* [DIRECTIONS]
Go through the entries below and tally each line holding the string "FFFFFF". Return the number only.

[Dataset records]
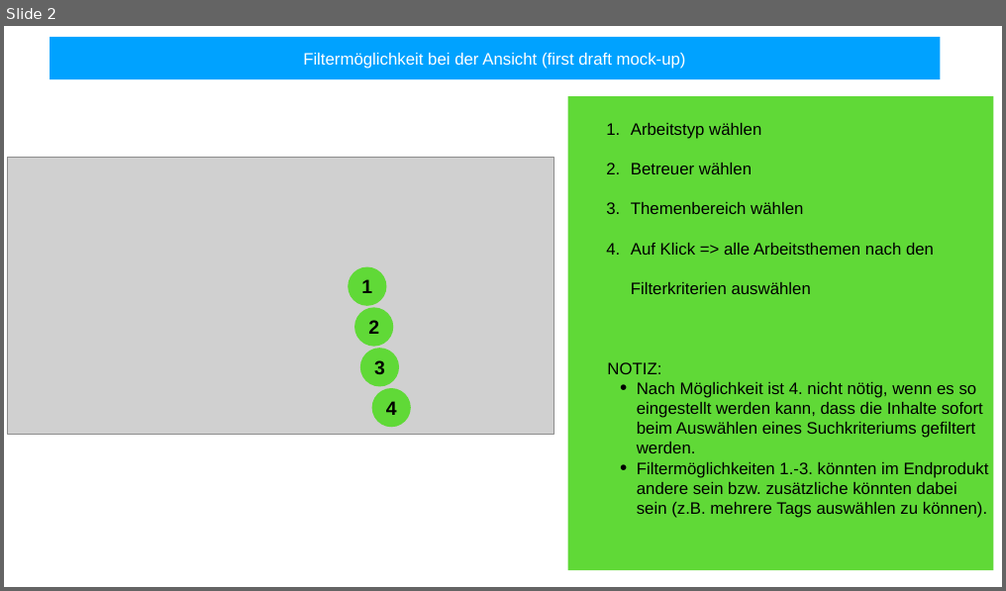
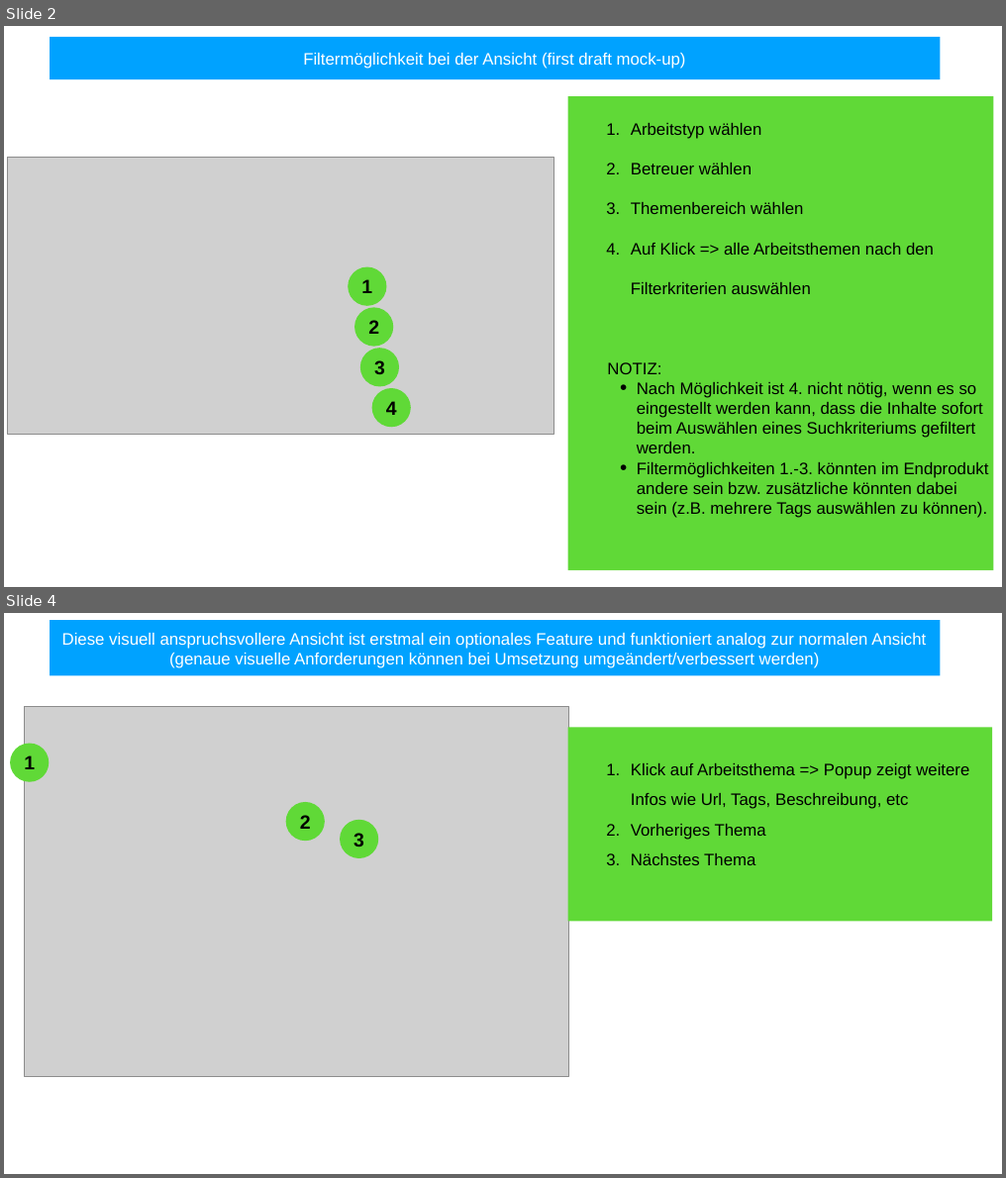
Before and after one commit to annenotarobot/WebTech-Assignemnt-3, a slide deck: documentation/Funktionalitäten.pptx. Shown one above the other, each under a label of ours: slide 2 before the commit, slides 2 and 4 after it; the slides between them are not shown. The pictures are 1006x591 and 1006x1178 pixels, drawn with LibreOffice and Linux fonts; fonts in the diff are those of the drawing; grey boxes stand for pictures. Boxes give left, top, right and bottom in pixels: in the first picture for what was removed or moved away, otherwise in the second. Text is boxed around its words. In the diff, an @@ line names an element or a change of style, - is before the commit and + after.

```diff
--- a/documentation/Funktionalitäten.pptx
+++ b/documentation/Funktionalitäten.pptx
@@ slide 4 added at (x1=4, y1=613, x2=1002, y2=1174), background #FFFFFF @@
@@ rectangle added at (x1=50, y1=620, x2=940, y2=675), fill #00A2FF, 32 pt, text #FFFFFF @@
+Diese visuell anspruchsvollere Ansicht ist erstmal ein optionales Feature und funktioniert analog zur normalen Ansicht (genaue visuelle Anforderungen können bei Umsetzung umgeändert/verbessert werden)
@@ picture added at (x1=25, y1=706, x2=568, y2=1076) @@
@@ rectangle added at (x1=568, y1=727, x2=992, y2=921), fill #60D937, 32 pt, text #000000 @@
+  1. Klick auf Arbeitsthema => Popup zeigt weitere Infos wie Url, Tags, Beschreibung, etc
+  2. Vorheriges Thema
+  3. Nächstes Thema
@@ ellipse added at (x1=10, y1=744, x2=49, y2=782), fill #60D937, 37 pt, text #000000, bold @@
+1
@@ ellipse added at (x1=286, y1=802, x2=325, y2=841), fill #60D937, 37 pt, text #000000, bold @@
+2
@@ ellipse added at (x1=340, y1=820, x2=378, y2=859), fill #60D937, 37 pt, text #000000, bold @@
+3
```
Also in this commit, not shown: 1 slide changed, 5 other files.

* [OUTPUT FOR THIS TASK]
2